**Required action:**
Search the data below for the string "simulations" and copy all lines where it shows up.

+++ Dataset content

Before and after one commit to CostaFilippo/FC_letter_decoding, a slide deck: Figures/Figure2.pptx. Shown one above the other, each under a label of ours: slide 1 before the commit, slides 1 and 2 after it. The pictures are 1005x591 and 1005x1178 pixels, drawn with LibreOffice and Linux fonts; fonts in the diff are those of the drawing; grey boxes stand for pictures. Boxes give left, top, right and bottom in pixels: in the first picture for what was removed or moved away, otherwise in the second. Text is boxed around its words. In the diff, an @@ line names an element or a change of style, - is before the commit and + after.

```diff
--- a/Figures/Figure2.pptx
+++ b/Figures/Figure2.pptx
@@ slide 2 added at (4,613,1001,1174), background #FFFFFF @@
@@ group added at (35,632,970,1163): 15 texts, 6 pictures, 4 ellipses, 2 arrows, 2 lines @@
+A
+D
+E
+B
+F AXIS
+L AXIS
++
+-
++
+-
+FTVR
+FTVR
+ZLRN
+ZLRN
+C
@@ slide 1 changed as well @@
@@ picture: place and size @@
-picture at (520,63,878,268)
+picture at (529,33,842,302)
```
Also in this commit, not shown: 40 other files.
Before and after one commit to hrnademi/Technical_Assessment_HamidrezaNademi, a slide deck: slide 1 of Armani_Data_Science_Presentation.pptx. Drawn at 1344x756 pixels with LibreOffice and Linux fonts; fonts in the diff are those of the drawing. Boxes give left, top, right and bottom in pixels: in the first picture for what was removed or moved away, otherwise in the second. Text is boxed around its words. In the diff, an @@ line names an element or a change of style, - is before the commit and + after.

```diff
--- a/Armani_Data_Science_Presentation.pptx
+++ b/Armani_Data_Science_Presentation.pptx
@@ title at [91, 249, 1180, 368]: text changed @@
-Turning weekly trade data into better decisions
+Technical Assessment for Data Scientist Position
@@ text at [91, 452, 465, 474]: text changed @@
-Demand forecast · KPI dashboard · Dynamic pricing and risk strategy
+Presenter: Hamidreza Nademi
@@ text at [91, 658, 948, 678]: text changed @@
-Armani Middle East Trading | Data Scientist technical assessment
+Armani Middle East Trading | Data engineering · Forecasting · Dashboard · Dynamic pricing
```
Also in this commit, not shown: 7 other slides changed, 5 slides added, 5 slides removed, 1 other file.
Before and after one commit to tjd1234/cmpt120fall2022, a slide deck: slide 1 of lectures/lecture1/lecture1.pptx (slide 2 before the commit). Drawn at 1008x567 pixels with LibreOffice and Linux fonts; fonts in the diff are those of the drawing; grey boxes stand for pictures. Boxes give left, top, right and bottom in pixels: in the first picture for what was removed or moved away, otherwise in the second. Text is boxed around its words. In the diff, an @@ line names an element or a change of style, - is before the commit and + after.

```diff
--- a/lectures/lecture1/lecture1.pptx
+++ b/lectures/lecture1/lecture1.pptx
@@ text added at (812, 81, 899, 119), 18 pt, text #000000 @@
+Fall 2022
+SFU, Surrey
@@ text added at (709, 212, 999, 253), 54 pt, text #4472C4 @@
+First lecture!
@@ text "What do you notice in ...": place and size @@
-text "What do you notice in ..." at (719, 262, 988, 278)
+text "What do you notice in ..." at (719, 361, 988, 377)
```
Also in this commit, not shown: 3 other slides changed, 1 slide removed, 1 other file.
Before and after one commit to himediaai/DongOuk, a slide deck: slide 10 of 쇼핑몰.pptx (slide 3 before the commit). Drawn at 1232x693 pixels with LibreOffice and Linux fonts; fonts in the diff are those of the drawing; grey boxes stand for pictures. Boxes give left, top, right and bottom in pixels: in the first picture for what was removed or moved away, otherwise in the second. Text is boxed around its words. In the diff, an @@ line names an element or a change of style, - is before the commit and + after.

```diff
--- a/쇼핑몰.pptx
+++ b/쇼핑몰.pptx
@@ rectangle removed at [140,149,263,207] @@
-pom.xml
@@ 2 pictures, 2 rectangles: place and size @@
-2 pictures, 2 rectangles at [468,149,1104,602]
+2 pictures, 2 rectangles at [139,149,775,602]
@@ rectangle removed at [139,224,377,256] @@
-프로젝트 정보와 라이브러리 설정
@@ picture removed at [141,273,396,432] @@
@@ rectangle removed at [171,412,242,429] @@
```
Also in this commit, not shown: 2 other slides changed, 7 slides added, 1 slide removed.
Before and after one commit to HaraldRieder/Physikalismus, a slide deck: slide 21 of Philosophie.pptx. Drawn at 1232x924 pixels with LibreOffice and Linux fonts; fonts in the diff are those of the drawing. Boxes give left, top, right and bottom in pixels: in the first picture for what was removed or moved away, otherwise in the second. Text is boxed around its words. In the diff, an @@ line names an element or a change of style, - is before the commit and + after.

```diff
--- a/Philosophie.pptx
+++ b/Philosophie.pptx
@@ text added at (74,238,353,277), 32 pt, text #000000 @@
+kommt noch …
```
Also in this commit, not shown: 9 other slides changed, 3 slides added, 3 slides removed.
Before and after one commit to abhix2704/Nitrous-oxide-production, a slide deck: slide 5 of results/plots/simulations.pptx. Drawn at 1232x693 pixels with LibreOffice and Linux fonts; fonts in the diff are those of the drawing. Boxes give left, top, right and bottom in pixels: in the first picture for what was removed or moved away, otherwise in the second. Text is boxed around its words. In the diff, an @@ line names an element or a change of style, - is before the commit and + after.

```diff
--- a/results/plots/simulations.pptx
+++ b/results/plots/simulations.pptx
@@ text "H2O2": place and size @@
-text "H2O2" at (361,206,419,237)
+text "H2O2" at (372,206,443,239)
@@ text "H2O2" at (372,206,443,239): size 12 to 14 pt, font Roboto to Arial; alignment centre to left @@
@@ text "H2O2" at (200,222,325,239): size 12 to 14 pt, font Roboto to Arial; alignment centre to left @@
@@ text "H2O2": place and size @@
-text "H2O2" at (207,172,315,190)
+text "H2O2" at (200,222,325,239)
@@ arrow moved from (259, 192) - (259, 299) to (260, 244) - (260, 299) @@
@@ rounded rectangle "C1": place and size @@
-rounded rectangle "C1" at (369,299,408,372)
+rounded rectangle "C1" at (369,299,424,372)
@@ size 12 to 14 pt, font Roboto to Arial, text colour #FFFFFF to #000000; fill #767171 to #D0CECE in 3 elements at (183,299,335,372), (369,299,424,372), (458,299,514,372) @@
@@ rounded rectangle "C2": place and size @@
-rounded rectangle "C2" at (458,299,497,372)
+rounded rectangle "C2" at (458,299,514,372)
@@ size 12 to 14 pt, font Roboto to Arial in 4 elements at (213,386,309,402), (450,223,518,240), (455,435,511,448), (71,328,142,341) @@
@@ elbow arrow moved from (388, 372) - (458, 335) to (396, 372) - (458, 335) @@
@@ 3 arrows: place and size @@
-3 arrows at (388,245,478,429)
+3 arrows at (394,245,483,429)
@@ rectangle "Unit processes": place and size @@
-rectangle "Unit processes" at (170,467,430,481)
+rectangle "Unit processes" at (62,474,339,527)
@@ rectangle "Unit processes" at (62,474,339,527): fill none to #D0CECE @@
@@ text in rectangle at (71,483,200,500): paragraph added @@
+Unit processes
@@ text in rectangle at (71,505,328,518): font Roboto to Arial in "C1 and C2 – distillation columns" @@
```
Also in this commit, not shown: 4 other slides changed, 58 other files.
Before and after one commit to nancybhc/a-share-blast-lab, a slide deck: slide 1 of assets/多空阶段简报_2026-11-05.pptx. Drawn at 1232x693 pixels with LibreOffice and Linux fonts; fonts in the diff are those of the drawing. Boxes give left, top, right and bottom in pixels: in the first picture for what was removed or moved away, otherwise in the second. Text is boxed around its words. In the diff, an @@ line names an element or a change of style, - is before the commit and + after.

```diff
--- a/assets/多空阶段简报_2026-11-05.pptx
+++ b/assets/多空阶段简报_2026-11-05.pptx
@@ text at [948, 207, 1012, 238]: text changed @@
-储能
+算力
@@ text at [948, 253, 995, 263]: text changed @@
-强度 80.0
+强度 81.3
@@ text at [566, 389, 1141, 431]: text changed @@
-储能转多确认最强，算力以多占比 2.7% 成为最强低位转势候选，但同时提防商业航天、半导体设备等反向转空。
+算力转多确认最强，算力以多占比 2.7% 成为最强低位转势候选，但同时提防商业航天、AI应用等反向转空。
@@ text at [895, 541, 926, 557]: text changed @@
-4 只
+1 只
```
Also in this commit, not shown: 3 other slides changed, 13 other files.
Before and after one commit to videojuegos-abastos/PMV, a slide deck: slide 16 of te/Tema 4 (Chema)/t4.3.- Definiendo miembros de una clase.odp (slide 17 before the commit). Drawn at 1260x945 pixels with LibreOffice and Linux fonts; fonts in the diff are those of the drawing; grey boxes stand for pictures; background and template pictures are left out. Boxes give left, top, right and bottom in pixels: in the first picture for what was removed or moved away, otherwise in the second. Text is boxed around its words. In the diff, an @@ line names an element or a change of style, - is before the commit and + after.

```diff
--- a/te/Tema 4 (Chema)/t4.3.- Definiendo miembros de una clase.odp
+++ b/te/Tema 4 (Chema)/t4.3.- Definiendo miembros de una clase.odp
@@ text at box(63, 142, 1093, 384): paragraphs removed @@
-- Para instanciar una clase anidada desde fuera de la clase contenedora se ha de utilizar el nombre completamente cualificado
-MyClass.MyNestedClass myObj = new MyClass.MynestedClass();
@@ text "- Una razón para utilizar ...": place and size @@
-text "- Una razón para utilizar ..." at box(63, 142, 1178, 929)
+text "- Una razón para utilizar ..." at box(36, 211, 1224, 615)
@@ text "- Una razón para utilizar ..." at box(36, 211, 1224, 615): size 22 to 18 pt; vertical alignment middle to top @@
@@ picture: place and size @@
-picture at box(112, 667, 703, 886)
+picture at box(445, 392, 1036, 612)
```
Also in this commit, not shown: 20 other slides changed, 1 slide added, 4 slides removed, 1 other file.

++++++

**Final answer:**
Before and after one commit to abhix2704/Nitrous-oxide-production, a slide deck: slide 5 of results/plots/simulations.pptx. Drawn at 1232x693 pixels with LibreOffice and Linux fonts; fonts in the diff are those of the drawing. Boxes give left, top, right and bottom in pixels: in the first picture for what was removed or moved away, otherwise in the second. Text is boxed around its words. In the diff, an @@ line names an element or a change of style, - is before the commit and + after.
--- a/results/plots/simulations.pptx
+++ b/results/plots/simulations.pptx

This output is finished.